Even though Taparia primarily works alone, in the show she is seen consulting face readers and astrologers, which are important players in traditional Indian matchmaking businesses for matching kundlis and the couple’s futures. Taparia visits Janardhan Dhurbe, a face reader who looks at photos of her clients and describes their character traits with seeming accuracy. And then there’s also Sushil ji, a Bengali astrologer, who tells Taparia whether the couple she has brought together is “cosmically” a good match or not.

Also Read: Netflix’s Indian Matchmaking: A Show That Makes Regressive Cultural Practices Seem Exotic

“Slim, Trim, Educated”

Taparia’s show, directed by Smriti Mundhra, has also been receiving criticism for glorifying the arranged marriage culture, that works upon problematic social features such as caste, class, fair/dark skin, body size, etc. More than once in the show, Taparia herself has been accused of boosting them, by passing comments on her clients like, “Aparna’s mind is not stable,” or “Ankita is not photogenic.”

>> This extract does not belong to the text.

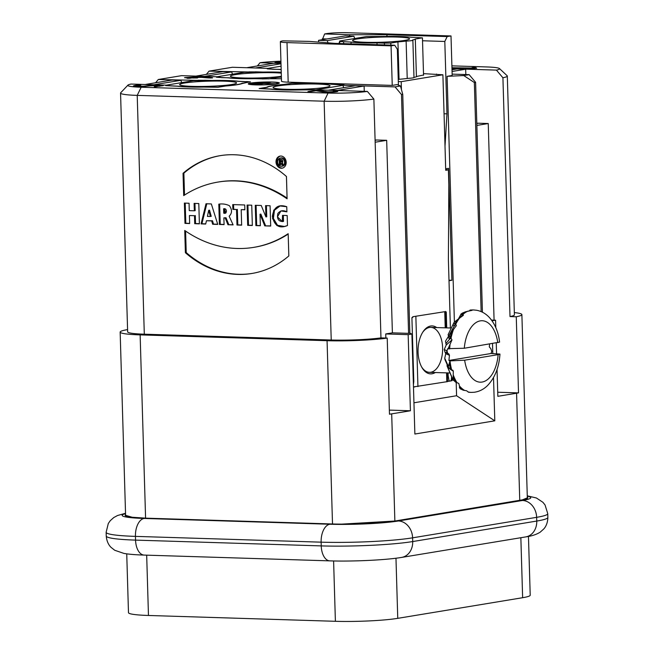 <?xml version="1.0" encoding="UTF-8"?>
<svg xmlns="http://www.w3.org/2000/svg" width="654" height="654" viewBox="0 0 654 654"><rect width="100%" height="100%" fill="white"/><g stroke="black" fill="none" stroke-linecap="round" stroke-linejoin="round"><path stroke-width="0.98" d="M470.332 310.037L472.719 309.939L470.766 310.029L471.975 310.372L465.468 311.803L462.076 313.217L462.051 314.231L463.007 314.353L463.384 315.277L454.481 321.981L453.958 322.724L454.759 324.057L455.74 324.237L456.353 325.651L449.216 335.183M461.291 313.781L462.051 314.231L465.468 311.803M458.577 318.645L460.449 315.195A2.248 1.472 28.3 0 0 460.915 316.937M448.17 334.546L453.426 323.681A2.248 1.905 24.8 0 0 454.301 326.142L455.617 324.212M449.224 335.2L450.017 338.012L451.023 338.216L451.971 339.925L446.249 344.96L445.497 341.184L448.791 335.854A2.248 2.166 31.3 0 1 448.914 335.674L449.11 335.412M449.077 335.388L448.791 335.854A2.248 2.166 31.3 0 0 449.927 339.042L450.9 338.192M448.431 366.493L448.587 367.597L450.532 369.485L453.296 371.186L453.148 380.244M489.593 344.069L489.298 346.873L490.753 348.549L491.767 351.394L491.007 353.512L448.914 360.468L449.919 360.894L448.415 366.469L448.104 365.741A2.248 2.068 157.8 0 0 448.219 366.919M453.026 379.819L455.715 382.214L458.797 383.424L460.146 388.754M447.148 364.368L447.083 365.749L452.486 378.568A2.248 1.725 157.7 0 0 452.584 379.075L453.075 380.276M460.171 388.77L463.302 390.217L466.572 390.757L468.485 392.196L470.185 392.359M460.179 388.852L459.337 387.209A2.248 1.234 152.6 0 0 459.386 387.332A2.248 1.234 152.6 0 0 459.46 387.438M491.007 353.512L499.934 354.067L498.135 354.656L464.659 360.191L450.017 360.894A41.235 22.906 -88.2 0 0 451.62 369.682M447.083 365.749L447.213 366.338M453.083 370.573L452.535 370.05M448.914 360.468L449.461 355.302L445.758 353.716L444.745 358.212L444.973 359.618M444.745 358.212L448.104 365.741M446.249 344.96L444.229 349.53L446.846 350.683A2.248 2.232 123.3 0 0 447.663 353.438L448.758 353.798L449.461 355.302M445.758 353.716L445.063 352.261L446.821 352.972M447.704 353.471L446.993 350.773L447.745 348.664L464.299 348.247L499.591 342.116M446.682 352.915L447.663 353.438A2.248 2.232 123.3 0 0 447.688 353.454M444.229 349.53L445.063 352.261M451.971 339.925L448.023 348.901M445.873 343.563L450.492 338.118M448.652 336.131L455.225 324.147M448.121 334.635L448.464 335.952M472.728 309.939L473.782 309.971A41.235 22.906 -88.2 0 0 471.714 310.07L471.975 310.372M194.336 210.792L189.268 210.637L189.055 203.239L184.371 203.092L184.976 223.39L189.652 223.537L189.415 215.542L194.483 215.697L194.72 223.693L199.396 223.84L198.8 203.541L194.115 203.394L194.336 210.792L189.268 210.637L189.055 203.239L184.371 203.092L184.976 223.39L189.652 223.537L189.415 215.542L194.483 215.697L194.72 223.693L199.396 223.84L198.8 203.541L194.115 203.394L194.336 210.792L195.17 210.662L194.957 203.419M232.865 209.403L236.519 209.517L236.977 225.009L241.653 225.156L241.195 209.664L244.866 209.779L244.727 204.972L232.718 204.596L232.865 209.403L236.519 209.517L236.977 225.009L241.653 225.156L241.195 209.664L244.866 209.779L244.727 204.972L232.718 204.596L232.865 209.403L233.699 209.264L233.56 204.62M185.393 252.714A106.03 87.644 -99.4 0 0 288.831 255.943L288.169 233.699A125.805 103.986 80.6 0 1 253.727 247.367A125.805 103.986 80.6 0 1 184.73 230.47L185.393 252.714A106.03 87.644 -99.4 0 0 251.855 273.478A106.03 87.644 -99.4 0 0 288.831 255.943L288.169 233.699A125.805 103.986 -99.4 0 1 184.73 230.47L185.393 252.714L186.227 252.575L185.589 231.058M282.692 221.534C278.408 221.371 276.789 218.722 277.827 213.572C280.133 210.498 283.166 209.926 286.91 211.855L286.754 206.729C278.498 203.901 273.715 207.146 272.383 216.441C274.394 225.883 279.422 228.916 287.474 225.532L284.163 226.578L276.895 225.565L272.571 218.559L273.748 210.138L279.781 205.936L286.754 206.729L286.91 211.855L280.934 210.915L277.451 216.858L282.307 221.616L282.512 215.37L287.18 215.518L287.474 225.532L287.18 215.518L282.512 215.37L282.692 221.534L283.525 221.395L282.307 221.616M219.638 204.138L220.234 224.322L219.401 224.461L218.804 204.162C222.458 203.598 225.982 204.105 229.366 205.675C232.26 209.689 232.195 213.204 229.162 216.237L233.118 224.886L227.952 224.731L225.164 217.896L223.881 217.856L224.085 224.608L219.401 224.461L218.804 204.162C222.458 203.598 225.982 204.105 229.366 205.675C232.26 209.689 232.195 213.204 229.162 216.237L233.118 224.886L227.952 224.731L233.045 224.723M211.675 220.913L212.648 224.248L217.757 224.412L211.34 203.934L206.002 203.762L201.072 223.889L205.699 224.036L206.451 220.75L211.675 220.913L212.648 224.248L213.482 224.109L212.509 220.774L206.451 220.75L212.509 220.774M298.011 83.221L305.9 83.377A35.234 3.196 178.3 0 1 332.183 84.194L343.963 84.807L341.462 85.224L395.049 86.892L401.499 94.552L408.587 333.352L392.392 332.845L385.729 333.949L408.161 334.652L410.418 410.769L391.689 413.859A44.979 4.079 178.3 0 1 389.473 414.203L387.217 338.085L380.963 337.889L373.875 99.081A37.482 3.401 178.3 0 1 324.139 101.215L137.217 95.386A37.482 3.401 178.3 0 1 120.557 93.056A37.482 3.401 178.3 0 1 120.704 92.745L127.947 85.126A29.986 2.714 -1.7 0 0 141.158 87.235L328.079 93.064A29.986 2.714 -1.7 0 0 367.385 91.429L313.994 89.761L297.218 89.974A35.234 3.196 178.3 0 1 270.928 89.157L259.156 88.543L266.603 87.309A35.234 3.196 178.3 0 1 284.171 84.407L291.627 83.303M380.963 337.889A37.482 3.401 178.3 0 1 331.226 340.015L144.305 334.194A37.482 3.401 178.3 0 1 127.644 331.864L120.557 93.056M247.678 225.344L252.346 225.491L251.741 205.192L247.073 205.045L247.678 225.344L252.346 225.491L251.741 205.192L247.073 205.045L247.678 225.344L248.512 225.205L247.915 205.07M256.098 205.323L256.703 225.458L255.869 225.597L255.264 205.299L261.248 205.487L265.916 216.924L265.581 205.618L270.086 205.757L270.691 226.063L264.764 225.875L260.022 214.226L260.357 225.736L255.869 225.597L255.264 205.299L261.248 205.487L265.916 216.924L265.581 205.618L270.086 205.757L270.691 226.063L264.764 225.875L270.682 225.892M286.19 162.298A6.123 5.06 -99.4 0 0 280.108 156.093A6.123 5.06 -99.4 0 0 276.111 162.969A6.123 5.06 -99.4 0 0 282.103 168.184A6.123 5.06 -99.4 0 0 286.19 162.298A6.123 5.06 -99.4 0 0 278.4 156.78A6.123 5.06 -99.4 0 0 278.718 167.342A6.123 5.06 -99.4 0 0 286.19 162.298M286.427 176.49A105.686 87.358 -99.4 0 0 183.038 173.302A105.686 87.358 80.6 0 1 220.055 155.677A105.686 87.358 80.6 0 1 286.444 176.498L287.09 198.816A126.606 104.656 -99.4 0 0 218.019 182.065A126.606 104.656 -99.4 0 0 183.7 195.595L183.038 173.302L183.872 173.163L184.518 195.055M198.08 77.115L198.072 76.698L212.19 77.785C210.907 78.455 201.563 77.262 197.067 77.041L193.175 77.679L197.328 77.973L191.508 77.957C189.66 78.513 184.608 78.357 189.014 77.883L184.861 77.589L198.072 76.698L212.575 77.867M193.183 78.006L197.655 77.883M187.019 78.251L189.014 77.883L184.534 77.679M281.449 78.766L254.537 78.668A35.234 3.196 178.3 0 1 228.254 77.851L216.474 77.237L218.976 76.829L181.583 75.66L158.276 79.51L198.162 80.385M204.547 80.311L198.162 80.262M204.547 80.221L212.436 80.467A35.234 3.196 178.3 0 1 238.718 81.284L246.615 81.676M168.192 85.339L165.691 85.633L177.463 86.238A35.234 3.196 178.3 0 0 203.754 87.064L218.027 87.26L225.483 86.034A35.234 3.196 178.3 0 0 243.043 83.132L250.498 81.897L246.607 81.529M168.184 85.216L130.996 84.055A29.986 2.714 -1.7 0 0 127.947 85.126M298.003 83.132L291.619 83.181M395.049 86.892L400.461 86.001L397.15 84.587L392.237 85.396L391.067 45.845L287.008 42.6A14.993 1.357 178.3 0 1 280.353 41.676A14.993 1.357 178.3 0 1 282.871 40.842L309.293 41.39L334.848 43.377L394.722 45.24L397.354 49.312L398.417 85.126M280.353 41.676L281.522 81.227A14.993 1.357 -1.7 0 0 288.185 82.159L392.237 85.396M271.573 82.069A14.993 1.357 -1.7 0 0 256.164 82.453A14.993 1.357 -1.7 0 0 248.258 83.884A14.993 1.357 -1.7 0 0 263.284 84.799A14.993 1.357 -1.7 0 0 278.236 83.001A14.993 1.357 -1.7 0 0 271.573 82.069A14.993 1.357 -1.7 0 0 248.291 83.794A14.993 1.357 -1.7 0 0 269.873 84.464A14.993 1.357 -1.7 0 0 271.573 82.069M152.112 85.592L141.861 86.524L133.383 85.952L140.814 84.971L136.367 85.87L143.422 86.222L150.453 85.38L157.017 85.421L163.247 85.674L154.262 86.745L159.584 85.829L152.112 85.592M315.931 90.759C313.994 91.094 308.614 92.1 308.271 91.535L317.582 90.383L329.436 91.993L334.627 91.47L333.344 91.102L337.701 91.372L333.172 92.108L325.193 92.214L315.931 90.759L307.936 91.625M280.983 63.127L274.917 62.563L280.934 61.501L280.983 63.127M280.95 61.86L277.901 62.482L280.975 62.8L280.95 61.86M322.316 39.706L324.654 33.934L326.166 33.689A14.993 1.357 178.3 0 1 346.955 32.7L451.007 35.945L452.184 75.496L447.107 76.338L463.735 75.545L469.147 74.654L452.143 74.123M451.979 68.719L496.427 70.109A29.986 2.714 -1.7 0 0 499.46 68.547A29.986 2.714 -1.7 0 0 486.265 66.929L451.898 65.858M280.926 61.19A29.986 2.714 -1.7 0 0 260.039 62.735L280.991 63.389M281.179 69.7A35.234 3.196 178.3 0 1 279.037 69.463L267.257 68.85L269.759 68.433L232.374 67.272L209.059 71.123L248.945 71.997M255.33 71.915L248.945 71.875M255.33 71.826L263.219 72.071A35.234 3.196 178.3 0 1 281.261 72.251M453.598 67.779L473.014 68.057C471.469 67.64 472.123 67.46 474.992 67.509C477.06 68 476.848 68.31 474.354 68.425L451.922 67.73L473.014 68.057L472.033 67.624L476.668 68.245L471.142 68.327L451.955 67.73M267.625 82.412L255.134 84.415L261.584 83.41L273.323 83.737L261.796 83.377L267.936 82.363L255.134 84.415L261.584 83.41L273.323 83.737L261.796 83.418M257.235 82.6L250.572 83.704L257.235 82.657M271.361 82.102A14.617 1.324 -1.7 0 0 256.343 82.478A14.617 1.324 -1.7 0 0 248.634 83.876A14.617 1.324 -1.7 0 0 263.284 84.767A14.617 1.324 -1.7 0 0 277.86 83.009A14.617 1.324 -1.7 0 0 271.361 82.102A14.617 1.324 -1.7 0 0 248.667 83.786A14.617 1.324 -1.7 0 0 269.71 84.44A14.617 1.324 -1.7 0 0 271.361 82.102M262.221 82.51L253.057 84.023L262.221 82.576M390.863 45.126L390.806 43.074L397.943 41.897A34.482 3.123 -1.7 0 0 406.118 41.079L407.221 78.488M384.478 44.922L384.421 43.123L390.806 43.074M423.555 75.284L422.443 37.85L411.137 37.253A34.482 3.123 -1.7 0 0 385.149 36.444L366.363 36.591L339.72 40.989L342.214 41.071L339.712 41.48L351.018 42.077A34.482 3.123 -1.7 0 0 377.006 42.894L384.421 43.123M377.056 44.693L377.006 42.894M399.054 79.33L397.943 41.897M416.426 76.722L415.306 39.027L422.443 37.85M406.118 41.079A7.496 0.679 -1.7 0 0 412.87 40.205A7.496 0.679 -1.7 0 0 412.551 40.017A34.482 3.123 -1.7 0 0 415.306 39.027M322.291 38.823L326.796 38.97M412.87 40.205L413.982 77.515A7.496 0.679 178.3 0 1 408.448 78.333A35.234 3.196 178.3 0 1 399.578 79.248L398.253 79.461M423.547 75.014L417.138 76.346A35.234 3.196 178.3 0 1 413.974 77.417M351.067 43.883L351.018 42.077M343.652 43.654L343.595 41.848M339.769 43.532L339.712 41.48M339.001 43.507L339.72 40.989M318.588 42.109L318.531 40.335L327.253 40.605L328.014 42.845M354.681 38.521L353.896 36.199L345.173 35.929L318.531 40.335M465.828 74.548L465.673 69.226L456.95 68.956L452.012 69.774M279.601 69.528L279.601 69.398A34.482 3.123 -1.7 0 0 281.179 69.577M272.187 69.25L279.601 69.398M268.303 68.948L272.187 69.169M268.279 68.392L270.797 68.384L268.295 68.801M247.122 67.73L255.869 68M280.999 63.471L273.756 63.25L247.122 67.648M275.775 78.594L275.743 77.605A34.482 3.123 -1.7 0 0 281.4 77.074M268.606 78.872L275.743 77.605M262.221 78.913L268.606 78.782M254.807 78.676L262.221 78.832M228.818 77.924L228.818 77.785A34.482 3.123 -1.7 0 0 254.807 78.594M221.404 77.638L228.818 77.785M217.52 77.335L221.404 77.556M217.496 76.78L220.014 76.78L217.512 77.188M281.261 72.332A34.482 3.123 -1.7 0 0 262.949 72.144L244.163 72.3L217.52 76.698M196.339 76.117L205.086 76.395M232.489 74.229L231.696 71.907L222.973 71.638L196.331 76.036M242.332 83.499L249.46 81.946L238.154 81.349A34.482 3.123 -1.7 0 0 212.166 80.54L193.371 80.687L166.737 85.094L169.222 85.167L166.729 85.584L178.027 86.181A34.482 3.123 -1.7 0 0 204.023 86.99L217.823 87.17L224.96 85.993A34.482 3.123 -1.7 0 0 242.323 83.123M145.548 84.513L154.303 84.783M181.698 82.617L180.913 80.303L172.19 80.025L145.548 84.431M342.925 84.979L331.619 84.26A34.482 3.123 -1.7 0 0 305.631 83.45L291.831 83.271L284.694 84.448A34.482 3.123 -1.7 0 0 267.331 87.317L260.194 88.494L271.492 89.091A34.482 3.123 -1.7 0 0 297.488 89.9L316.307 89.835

Her infamous dialogue, and the title of the first episode of Indian Matchmaking, “Slim, Trim and Educated” forms the broad base of her clients’ top preferences. While Taparia has received a lot of flak for propagating such stereotypical checklists, especially when it comes to women, she defends it saying, “But who doesn’t want a fair, beautiful wife, you tell me?” Now whether this reinforces age-old stereotypes or merely shows us the true picture of arranged marriages in India, is for audiences to decide.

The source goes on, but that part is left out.